ヘルマン・ヘッセ 「人は成熟するにつれて若くなる」V.ミヒェルス編

  私たち老人にとって現実はもはや生ではなく、死である。その死を私たちはもう外部からくるのを待つのではなく、それが私たち内部に住んでいることを知る。私たちはなるほど私たちを死に近づかせる老衰や苦痛に抵抗はするけれど、死そのものには抵抗しない。私たちは死を受け入れたのだ。私たちが以前よりもっと自分の体に気をつけ、大切にするように、死をも気をつけて大切にする。死は私たちとともにあり、私たちの内にある。死は私たちの空気であり、私たちの使命であり、私たちの現実である。 

 

  私たちは南洋の未発見の入り江に、地球の両極に、風や、潮流や、稲妻や、雪崩の解明に好奇心をもつ。
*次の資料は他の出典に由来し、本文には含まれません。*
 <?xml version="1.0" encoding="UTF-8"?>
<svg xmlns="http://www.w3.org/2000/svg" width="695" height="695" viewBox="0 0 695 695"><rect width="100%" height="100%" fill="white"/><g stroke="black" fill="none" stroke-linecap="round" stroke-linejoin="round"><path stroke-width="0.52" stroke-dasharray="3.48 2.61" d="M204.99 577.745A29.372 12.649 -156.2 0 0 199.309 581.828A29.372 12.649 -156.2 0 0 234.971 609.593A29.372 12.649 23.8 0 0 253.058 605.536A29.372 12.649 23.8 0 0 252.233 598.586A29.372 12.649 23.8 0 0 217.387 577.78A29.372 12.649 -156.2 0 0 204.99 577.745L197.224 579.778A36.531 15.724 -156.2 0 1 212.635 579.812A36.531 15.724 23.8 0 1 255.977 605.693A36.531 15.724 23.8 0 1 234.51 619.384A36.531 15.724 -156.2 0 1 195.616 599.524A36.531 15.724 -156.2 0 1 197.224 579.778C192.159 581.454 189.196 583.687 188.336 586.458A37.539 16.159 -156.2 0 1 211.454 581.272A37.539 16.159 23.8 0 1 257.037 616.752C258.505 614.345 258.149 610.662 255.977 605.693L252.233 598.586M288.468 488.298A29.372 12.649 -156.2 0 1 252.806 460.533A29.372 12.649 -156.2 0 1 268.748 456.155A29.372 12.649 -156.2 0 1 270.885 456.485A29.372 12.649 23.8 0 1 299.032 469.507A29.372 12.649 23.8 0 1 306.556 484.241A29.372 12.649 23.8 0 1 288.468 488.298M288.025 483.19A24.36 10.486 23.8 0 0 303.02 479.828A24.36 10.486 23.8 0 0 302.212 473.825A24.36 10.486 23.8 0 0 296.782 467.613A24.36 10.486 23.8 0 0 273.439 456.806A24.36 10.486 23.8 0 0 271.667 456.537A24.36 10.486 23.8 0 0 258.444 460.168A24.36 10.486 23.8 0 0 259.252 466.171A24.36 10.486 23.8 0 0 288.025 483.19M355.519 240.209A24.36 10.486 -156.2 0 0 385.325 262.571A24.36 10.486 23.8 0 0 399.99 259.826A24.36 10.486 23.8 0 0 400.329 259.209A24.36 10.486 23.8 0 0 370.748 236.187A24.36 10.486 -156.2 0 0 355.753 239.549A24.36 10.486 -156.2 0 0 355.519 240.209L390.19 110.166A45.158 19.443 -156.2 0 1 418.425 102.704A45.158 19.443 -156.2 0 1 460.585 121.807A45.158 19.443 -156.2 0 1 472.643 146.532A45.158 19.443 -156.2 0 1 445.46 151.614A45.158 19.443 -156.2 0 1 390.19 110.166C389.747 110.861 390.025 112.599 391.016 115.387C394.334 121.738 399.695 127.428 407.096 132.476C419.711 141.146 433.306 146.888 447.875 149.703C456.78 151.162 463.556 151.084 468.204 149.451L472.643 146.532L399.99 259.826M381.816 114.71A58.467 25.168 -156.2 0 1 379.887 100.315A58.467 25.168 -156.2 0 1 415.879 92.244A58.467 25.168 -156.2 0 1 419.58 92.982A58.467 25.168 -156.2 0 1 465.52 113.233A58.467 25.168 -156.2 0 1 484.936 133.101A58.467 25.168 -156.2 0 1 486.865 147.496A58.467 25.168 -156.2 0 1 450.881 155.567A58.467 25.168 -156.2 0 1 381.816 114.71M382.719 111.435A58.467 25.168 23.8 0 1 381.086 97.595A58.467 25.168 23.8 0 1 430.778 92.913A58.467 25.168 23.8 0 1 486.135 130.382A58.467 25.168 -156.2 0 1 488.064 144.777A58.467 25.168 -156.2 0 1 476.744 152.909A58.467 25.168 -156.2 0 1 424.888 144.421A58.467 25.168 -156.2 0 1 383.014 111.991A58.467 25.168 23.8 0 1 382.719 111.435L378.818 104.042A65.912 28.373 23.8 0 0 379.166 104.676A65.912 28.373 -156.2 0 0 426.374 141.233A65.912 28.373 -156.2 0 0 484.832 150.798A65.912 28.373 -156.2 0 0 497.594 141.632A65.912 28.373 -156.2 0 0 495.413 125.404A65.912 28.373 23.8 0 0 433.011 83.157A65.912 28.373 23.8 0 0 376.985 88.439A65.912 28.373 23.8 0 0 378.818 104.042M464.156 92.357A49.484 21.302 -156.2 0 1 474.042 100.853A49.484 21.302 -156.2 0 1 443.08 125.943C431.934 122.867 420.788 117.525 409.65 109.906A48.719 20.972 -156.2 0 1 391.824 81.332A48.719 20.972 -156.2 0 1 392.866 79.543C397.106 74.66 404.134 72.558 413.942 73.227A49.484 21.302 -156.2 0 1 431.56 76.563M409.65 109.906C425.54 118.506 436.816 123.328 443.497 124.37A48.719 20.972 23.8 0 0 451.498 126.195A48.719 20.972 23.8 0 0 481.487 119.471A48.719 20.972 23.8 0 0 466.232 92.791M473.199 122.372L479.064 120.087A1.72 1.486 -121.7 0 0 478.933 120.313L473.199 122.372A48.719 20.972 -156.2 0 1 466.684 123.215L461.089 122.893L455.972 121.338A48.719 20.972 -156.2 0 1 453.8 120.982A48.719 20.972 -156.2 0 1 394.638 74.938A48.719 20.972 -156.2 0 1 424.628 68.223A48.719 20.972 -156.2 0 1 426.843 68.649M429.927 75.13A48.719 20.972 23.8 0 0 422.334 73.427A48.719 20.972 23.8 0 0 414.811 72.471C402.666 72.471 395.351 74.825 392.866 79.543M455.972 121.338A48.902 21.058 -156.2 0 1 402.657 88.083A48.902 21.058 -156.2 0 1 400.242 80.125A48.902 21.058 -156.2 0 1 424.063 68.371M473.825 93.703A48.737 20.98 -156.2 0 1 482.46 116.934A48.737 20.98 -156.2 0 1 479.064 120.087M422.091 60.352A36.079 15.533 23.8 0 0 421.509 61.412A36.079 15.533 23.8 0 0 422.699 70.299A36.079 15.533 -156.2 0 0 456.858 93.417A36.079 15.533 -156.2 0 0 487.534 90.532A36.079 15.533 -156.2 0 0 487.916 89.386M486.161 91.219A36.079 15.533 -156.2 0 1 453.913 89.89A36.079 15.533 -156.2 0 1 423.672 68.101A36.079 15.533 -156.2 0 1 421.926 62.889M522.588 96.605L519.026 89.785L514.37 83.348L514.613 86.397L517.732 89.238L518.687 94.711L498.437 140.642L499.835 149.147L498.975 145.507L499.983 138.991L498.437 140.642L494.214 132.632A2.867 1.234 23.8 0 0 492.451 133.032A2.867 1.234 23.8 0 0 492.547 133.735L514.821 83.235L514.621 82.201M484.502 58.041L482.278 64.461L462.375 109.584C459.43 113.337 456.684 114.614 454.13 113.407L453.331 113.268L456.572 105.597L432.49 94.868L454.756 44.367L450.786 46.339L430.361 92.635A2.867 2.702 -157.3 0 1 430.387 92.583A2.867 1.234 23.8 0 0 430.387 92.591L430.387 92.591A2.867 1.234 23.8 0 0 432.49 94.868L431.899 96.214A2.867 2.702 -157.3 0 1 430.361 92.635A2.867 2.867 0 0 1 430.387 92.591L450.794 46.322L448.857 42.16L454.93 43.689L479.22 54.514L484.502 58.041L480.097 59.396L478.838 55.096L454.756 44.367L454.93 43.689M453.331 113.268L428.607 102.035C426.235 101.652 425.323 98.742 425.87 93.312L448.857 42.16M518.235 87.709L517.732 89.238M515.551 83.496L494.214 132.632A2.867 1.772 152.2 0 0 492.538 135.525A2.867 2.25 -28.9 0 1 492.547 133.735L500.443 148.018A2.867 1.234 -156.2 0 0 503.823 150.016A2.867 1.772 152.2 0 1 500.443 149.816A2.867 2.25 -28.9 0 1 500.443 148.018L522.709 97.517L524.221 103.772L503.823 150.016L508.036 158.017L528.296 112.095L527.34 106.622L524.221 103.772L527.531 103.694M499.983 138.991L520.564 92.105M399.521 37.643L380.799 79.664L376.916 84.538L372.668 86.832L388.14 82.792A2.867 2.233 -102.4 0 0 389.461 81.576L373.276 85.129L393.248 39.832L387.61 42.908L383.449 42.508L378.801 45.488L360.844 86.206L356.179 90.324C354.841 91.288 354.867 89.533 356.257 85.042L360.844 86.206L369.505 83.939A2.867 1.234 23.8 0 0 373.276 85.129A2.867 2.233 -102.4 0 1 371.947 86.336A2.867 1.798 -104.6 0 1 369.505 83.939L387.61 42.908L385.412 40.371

——しかし私たちは、それよりも、死に、この存在の最後の、そして最も勇気のいる体験に、はかり知れないほどのはるかに強烈な好奇心をもっている。なぜなら、あらゆる認識と体験の中で、私たちがその認識と体験を得るためには喜んで命を捧げるに値する認識と体験だけが、正当で、満足できるものだということを確信しているからである。